A catastrophic rail crash, some rather aggressive Devil worshippers and a notorious housing estate. The town of Oxdown had it all. And you’ve probably never heard of it.

Oxdown was always in the news because it’s the place where fake news was born. And I know, because Oxdown was the fictional town that featured in all exams and assignments given to trainee journalists.

I was thinking about it this week. Mainly because I came across an old, failed assignment (“The damage to the traffic bollards was wrongly included in the £80,000 vandalism damage total!” wrote the teacher). But also because we are increasingly calling out fake news and questioning the agenda of the mainstream media.

Sally Hall

For the third sector, cutting out mainstream media seems like rather a good idea

Sally Hall

For the third sector, cutting out mainstream media seems like rather a good idea. No longer do we need to bend to its will. We can, via social media and web platforms, use a case study that is anonymised, highlight the stats we really want and print our full statement, not just the one-liner sound bite. And we can clarify anything out of context, as Barnardo’s Scotland did the other week when it felt the Sunday Herald printed a “misleading interpretation” with regard to their evidence to the Scottish Child Abuse Inquiry.

But write the mainstream media off at your peril. The Washington Post and New York Times subscriptions have increased in the United States as people backlash against the fake news agenda. And research from a Munich university shows people spend more time reading printed news than those online (Herald readers, for example spend an average of 50 minutes reading the print version compared to just 0.15 minutes online).

I think people will come back to printed newspapers and the mainstream media at some point. Most of us dislike the left or right-wing agenda, and the sensationalist nature of newspapers. But news stories in these publications are being written by trained journalists, who, let’s not forget, spent a lot of time writing for the Oxdown Gazette.

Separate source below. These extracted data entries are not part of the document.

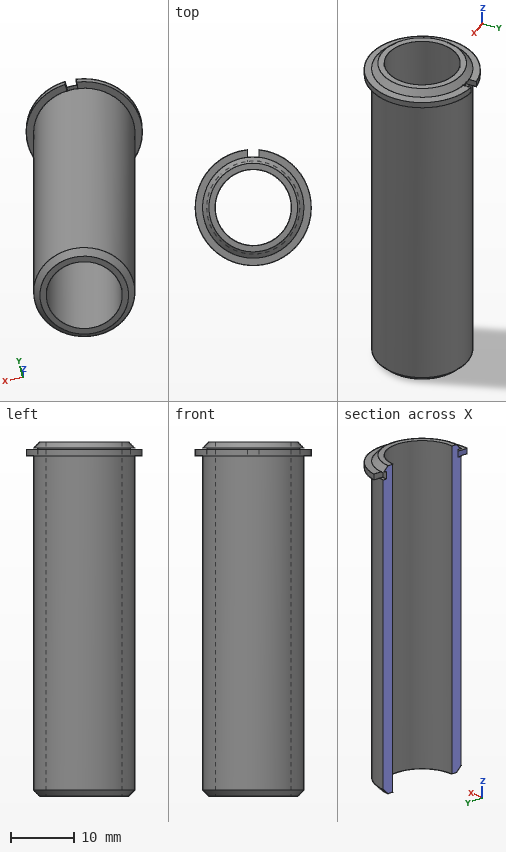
import cadquery as cq

sleeve_length = 56.0
sleeve_radius = 16.0 / 2
bore_radius = 12.0 / 2
end_chamfer = 1.0

groove_radius = 14.7 / 2
groove_width = 1.2
groove_top = sleeve_length - end_chamfer
groove_bottom = groove_top - groove_width

ring_radius = 18.35 / 2
ring_thickness = 1.0
ring_gap = 1.8


def make_sleeve():
    """Tube along Z with its base on Z = 0, revolved from its half section."""
    chamfered_radius = sleeve_radius - end_chamfer
    half_section = [
        (bore_radius, 0),
        (chamfered_radius, 0),
        (sleeve_radius, end_chamfer),
        (sleeve_radius, groove_bottom),
        (groove_radius, groove_bottom),
        (groove_radius, groove_top),
        (sleeve_radius, groove_top),
        (chamfered_radius, sleeve_length),
        (bore_radius, sleeve_length),
    ]
    return cq.Workplane("XZ").polyline(half_section).close().revolve(360, (0, 0), (0, 1))


def make_snap_ring():
    """Flat ring seated in the groove, split by a parallel gap facing +Y."""
    ring = (
        cq.Workplane("XY")
        .workplane(offset=groove_bottom)
        .circle(ring_radius)
        .circle(groove_radius)
        .extrude(ring_thickness)
    )
    gap = (
        cq.Workplane("XY")
        .workplane(offset=groove_bottom)
        .center(0, ring_radius / 2)
        .rect(ring_gap, ring_radius)
        .extrude(ring_thickness)
    )
    return ring.cut(gap)


sleeve = make_sleeve()
snap_ring = make_snap_ring()

result = cq.Compound.makeCompound([sleeve.val(), snap_ring.val()])

Who would you rather get your news from? Someone who had to practice separating opinion and fact, who had to find balance and ensure accuracy in the Devil worshipping stories of Oxdown? Or someone who writes without any boundaries, free from those considerations or from any consequences?

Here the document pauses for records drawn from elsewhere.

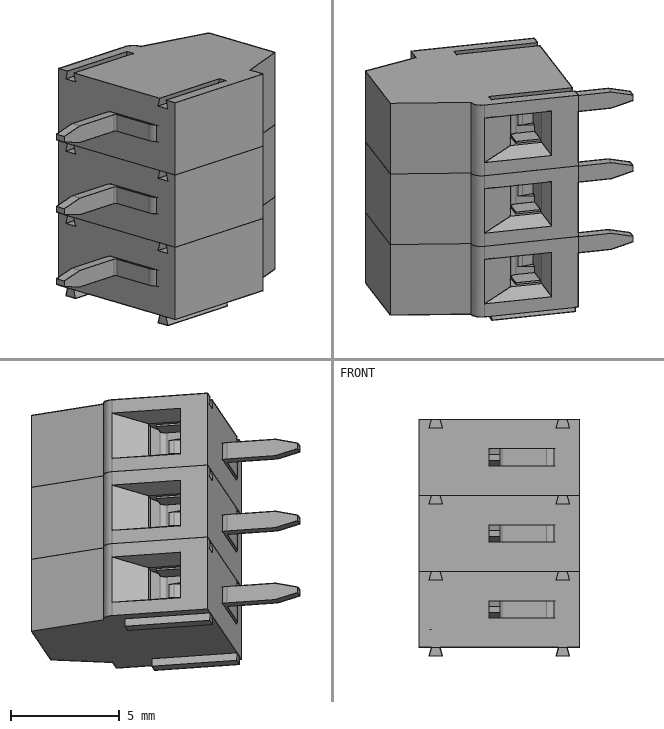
import cadquery as cq
import math


pole_count = 3
pole_pitch = 3.5

housing_depth = 7.4
housing_height = 8.6
crown_start = 1.4
crown_end = 5.6
shoulder_height = 5.0
shoulder_radius = 0.5
shelf_height = 5.9
shelf_start = 6.57

rail_inset = 0.775
rail_positions = (rail_inset, housing_depth - rail_inset)
rail_length = 4.0
rail_height = 0.4
rail_narrow_width = 0.4
rail_wide_width = 0.62

mouth_low = 1.27
mouth_high = shoulder_height - shoulder_radius
mouth_width = 2.2
throat_low, throat_high = 1.48, 2.98
throat_width = 1.57
funnel_depth = 0.95
throat_ramp_start = 1.39
throat_ramp_end = 1.97
throat_ramp_low = 2.66
seat_start = 1.15
seat_width = 1.39
seat_flat_high = 2.37

strip_thickness = 0.5
strip_width = 0.8
bend_inner_radius = 0.1
bend_outer_radius = bend_inner_radius + strip_thickness
shank_start = 3.23
shank_length = 3.55
shank_taper_length = 1.05
shank_tip_width = 0.27
foot_drop = 0.12
foot_bend_start = 5.87
leaf_lean = 23.0
leaf_length = 0.7
leaf_top = 2.28
leaf_taper_start = 1.4
leaf_tip_width = 0.62

ramp_lean = math.atan2(throat_ramp_end - throat_ramp_start, throat_high - throat_ramp_low)
seat_radius = (throat_ramp_low - seat_flat_high) / math.sin(ramp_lean)
seat_floor = throat_ramp_end + seat_radius * (1 - math.cos(ramp_lean))

shank_bend = (shank_start + bend_outer_radius, -foot_drop - bend_inner_radius)
foot_bend = (foot_bend_start, bend_outer_radius - foot_drop)
tip_bend = (seat_floor + bend_outer_radius, leaf_top)
arm_bend = (
    tip_bend[0] + leaf_length * math.sin(math.radians(leaf_lean)),
    tip_bend[1] - leaf_length * math.cos(math.radians(leaf_lean)),
)

arm_run = foot_bend[0] - arm_bend[0]
arm_rise = arm_bend[1] - foot_bend[1]
arm_bend_gap = bend_inner_radius + bend_outer_radius
arm_tangent_angle = math.asin(arm_bend_gap / math.hypot(arm_run, arm_rise))
arm_lean = 90 - math.degrees(math.atan2(arm_rise, arm_run) - arm_tangent_angle)


def on_circle(centre, radius, degrees):
    angle = math.radians(degrees)
    return (centre[0] + radius * math.cos(angle), centre[1] + radius * math.sin(angle))


def add_bend(outline, centre, radius, start, end):
    """Run the outline straight to the bend and around it, between two angles."""
    return outline.lineTo(*on_circle(centre, radius, start)).threePointArc(
        on_circle(centre, radius, (start + end) / 2),
        on_circle(centre, radius, end),
    )


def make_pin_width():
    """Pin width along its height: tapered shank tip, straight middle, tapered leaf."""
    half_widths = [
        (-shank_length, shank_tip_width / 2),
        (-shank_length + shank_taper_length, strip_width / 2),
        (leaf_taper_start, strip_width / 2),
        (leaf_top, leaf_tip_width / 2),
    ]
    mirrored = [(y, -half) for y, half in reversed(half_widths)]
    return cq.Workplane("YZ").polyline(half_widths + mirrored).close().extrude(housing_depth)


def make_pin():
    """Strip bent into shank, foot, folded-back arm and leaf, centred on Z = 0."""
    tilted = 180 + leaf_lean
    folded = 180 + arm_lean
    outline = cq.Workplane("XY").moveTo(shank_start, -shank_length)
    outline = add_bend(outline, shank_bend, bend_outer_radius, 180, 90)
    outline = add_bend(outline, foot_bend, bend_inner_radius, -90, arm_lean)
    outline = add_bend(outline, arm_bend, bend_outer_radius, folded, tilted)
    outline = add_bend(outline, tip_bend, bend_outer_radius, tilted, 180)
    outline = add_bend(outline, tip_bend, bend_inner_radius, 180, tilted)
    outline = add_bend(outline, arm_bend, bend_inner_radius, tilted, folded)
    outline = add_bend(outline, foot_bend, bend_outer_radius, arm_lean, -90)
    outline = add_bend(outline, shank_bend, bend_inner_radius, 90, 180)
    outline = outline.lineTo(shank_start + strip_thickness, -shank_length).close()
    strip = outline.extrude(strip_width / 2, both=True)
    return strip.intersect(make_pin_width())


def make_rail(middle, top):
    """Dovetail bar that widens downward from the given top."""
    half_narrow = rail_narrow_width / 2
    half_wide = rail_wide_width / 2
    return (
        cq.Workplane("XZ")
        .polyline([
            (middle - half_narrow, top),
            (middle + half_narrow, top),
            (middle + half_wide, top - rail_height),
            (middle - half_wide, top - rail_height),
        ])
        .close()
        .extrude(-rail_length)
    )


def make_wire_entry():
    """Funnel, ramped throat, seat and leaf window, centred on Z = 0."""
    throat_height = throat_high - throat_low
    throat_middle = (throat_high + throat_low) / 2
    funnel = (
        cq.Workplane("YZ")
        .center((mouth_low + mouth_high) / 2, 0)
        .rect(mouth_high - mouth_low, mouth_width)
        .workplane(offset=funnel_depth)
        .center(throat_middle - (mouth_low + mouth_high) / 2, 0)
        .rect(throat_height, throat_width)
        .loft(ruled=True)
    )
    throat = (
        cq.Workplane("XY")
        .moveTo(funnel_depth, throat_low)
        .lineTo(seat_start, throat_low)
        .lineTo(seat_start, throat_ramp_low)
        .lineTo(throat_ramp_end, throat_ramp_low)
        .lineTo(throat_ramp_start, throat_high)
        .lineTo(funnel_depth, throat_high)
        .close()
        .extrude(throat_width / 2, both=True)
    )
    seat_centre = (seat_floor - seat_radius, seat_flat_high)
    ramp_angle = math.degrees(ramp_lean)
    seat = (
        cq.Workplane("XY")
        .moveTo(seat_start, throat_low)
        .lineTo(seat_floor, throat_low)
        .lineTo(seat_floor, seat_flat_high)
        .threePointArc(
            on_circle(seat_centre, seat_radius, ramp_angle / 2),
            on_circle(seat_centre, seat_radius, ramp_angle),
        )
        .lineTo(seat_start, throat_ramp_low)
        .close()
        .extrude(seat_width / 2, both=True)
    )
    leaf_window = (
        cq.Workplane("XY")
        .moveTo(seat_floor, throat_low)
        .lineTo(seat_floor + strip_thickness, throat_low)
        .lineTo(seat_floor + strip_thickness, leaf_top)
        .lineTo(seat_floor, leaf_top)
        .close()
        .extrude(strip_width / 2, both=True)
        .intersect(make_pin_width())
    )
    return funnel.union(throat).union(seat).union(leaf_window)


def make_housing():
    """One pole of the block, centred on Z = 0, with wire entry, grooves and pin passage."""
    arc_centre = (shoulder_radius, shoulder_height - shoulder_radius)
    housing = (
        cq.Workplane("XY")
        .lineTo(housing_depth, 0)
        .lineTo(housing_depth, shelf_height)
        .lineTo(shelf_start, shelf_height)
        .lineTo(crown_end, housing_height)
        .lineTo(crown_start, housing_height)
        .lineTo(shoulder_radius, shoulder_height)
        .threePointArc(
            on_circle(arc_centre, shoulder_radius, 135),
            on_circle(arc_centre, shoulder_radius, 180),
        )
        .close()
        .extrude(pole_pitch / 2, both=True)
    )
    housing = housing.cut(make_wire_entry())
    for middle in rail_positions:
        housing = housing.cut(make_rail(middle, pole_pitch / 2))
    return housing.cut(make_pin())


pole_middles = [(pole + 0.5) * pole_pitch for pole in range(pole_count)]
housing_shape = make_housing()
pin_shape = make_pin()
housings = [housing_shape.translate((0, 0, middle)) for middle in pole_middles]
pins = [pin_shape.translate((0, 0, middle)) for middle in pole_middles]
tongues = [make_rail(middle, 0) for middle in rail_positions]

result = cq.Compound.makeCompound([
    *[housing.solids().val() for housing in housings],
    *[pin.solids().val() for pin in pins],
    *[tongue.val() for tongue in tongues],
])

Although Twitter, Facebook, Snapchat and web pages serve a purpose their algorithms are primarily designed to give us more of the same – hardly challenging people to think differently. By focussing on these channels you are essentially preaching to the converted. How are you going to reach that potential service user who – unlike yourself – loves reading The Sun?

As someone who works as a freelance PR consultant now I see more and more organisations cutting back on their media-trained staff to concentrate on online touchpoints. I see them retreating from the mainstream to their own comfort zone, surrounded by people who have the same values, and think the same things.

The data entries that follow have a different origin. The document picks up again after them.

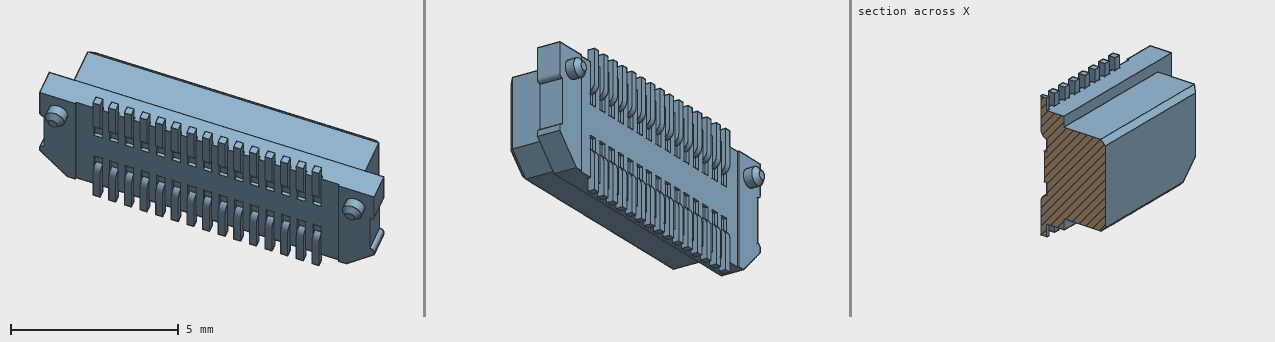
import cadquery as cq
import math


base_length = 10.7
base_height = 3.79
base_depth = 0.8
corner_cut = 0.89
notch_depth = 0.14
notch_height = 1.5
notch_radius = 0.13

relief_length = 8.41
relief_depth = 0.05

body_length = 9.31
body_height = 3.06
body_depth = 1.54
body_corner_cut = 0.72
body_edge_chamfer = 0.17

peg_x = 4.75
peg_z = 1.2
peg_diameter = 0.61
peg_length = 0.46
peg_chamfer = 0.16

pins_per_row = 15
pin_row_length = 7.0
pin_pitch = pin_row_length / (pins_per_row - 1)
pin_width = 0.22
pin_thickness = 0.24
pin_standoff = 0.07
pin_tip_z = 2.31
bend_radius = 0.29
bend_start_z = 1.21
slot_width = 0.27
slot_end_z = 0.51
slot_depth = pin_thickness - pin_standoff


def cut_corner_block(length, height, depth, corner):
    """Block from Y = 0 to Y = depth with both lower corners cut at 45 degrees."""
    block = cq.Workplane("XY").box(length, depth, height, centered=(True, False, True))
    return block.faces("<Z").edges("|Y").chamfer(corner)


def make_base():
    base = cut_corner_block(base_length, base_height, base_depth, corner_cut)

    for side in (-1, 1):
        notch = (
            cq.Workplane("XY")
            .box(2 * notch_depth, base_depth, notch_height, centered=(True, False, True))
            .translate((side * base_length / 2, 0, 0))
        )
        base = base.cut(notch)
    for side in (-1, 1):
        for end in (-1, 1):
            corner = (side * base_length / 2, base_depth / 2, end * notch_height / 2)
            base = base.edges(cq.NearestToPointSelector(corner)).fillet(notch_radius)

    relief = cq.Workplane("XY").box(
        relief_length, relief_depth, base_height, centered=(True, False, True)
    )
    return base.cut(relief)


def make_body():
    body = cut_corner_block(body_length, body_height, body_depth, body_corner_cut)
    return body.faces(">Y").chamfer(body_edge_chamfer).translate((0, base_depth, 0))


def make_peg(x):
    peg = cq.Workplane("XZ").circle(peg_diameter / 2).extrude(peg_length)
    return peg.faces("<Y").chamfer(peg_chamfer).translate((x, 0, peg_z))


def make_slot(x):
    """Channel in an upper-row position, open at the top edge of the base."""
    slot_length = base_height / 2 - slot_end_z
    slot = cq.Workplane("XY").box(slot_width, slot_depth, slot_length, centered=(True, False, False))
    return slot.translate((x, 0, slot_end_z))


def make_pin(x):
    """Upper-row contact: a straight tail whose lower end bends back into the base."""
    front_y = -pin_standoff
    back_y = front_y + pin_thickness
    bend_end_y = front_y + bend_radius
    bend_mid_offset = bend_radius * math.sqrt(0.5)
    return (
        cq.Workplane("YZ")
        .moveTo(back_y, pin_tip_z)
        .lineTo(front_y, pin_tip_z)
        .lineTo(front_y, bend_start_z)
        .threePointArc(
            (bend_end_y - bend_mid_offset, bend_start_z - bend_mid_offset),
            (bend_end_y, bend_start_z - bend_radius),
        )
        .lineTo(bend_end_y, bend_start_z)
        .lineTo(back_y, bend_start_z)
        .close()
        .extrude(pin_width / 2, both=True)
        .translate((x, 0, 0))
    )


result = make_base().union(make_body())

for side in (-1, 1):
    result = result.union(make_peg(side * peg_x))

for index in range(pins_per_row):
    pin_x = index * pin_pitch - pin_row_length / 2
    slot = make_slot(pin_x)
    pin = make_pin(pin_x)
    result = result.cut(slot).cut(slot.mirror("XY"))
    result = result.union(pin).union(pin.mirror("XY"))

I understand it. It’s much, much easier sending out a tweet to 7,000 lovely followers than trying to persuade the Scottish Daily Mail to show the benefits of Human Rights legislation for example. However, that particular paper has a circulation of more than 90,000. Imagine if you managed to shift someone’s thinking by pitching a news story or feature to them?

To me, it’s worth the effort. Having a core base of supporters is fantastic, but imagine broadening that, and bringing people with you.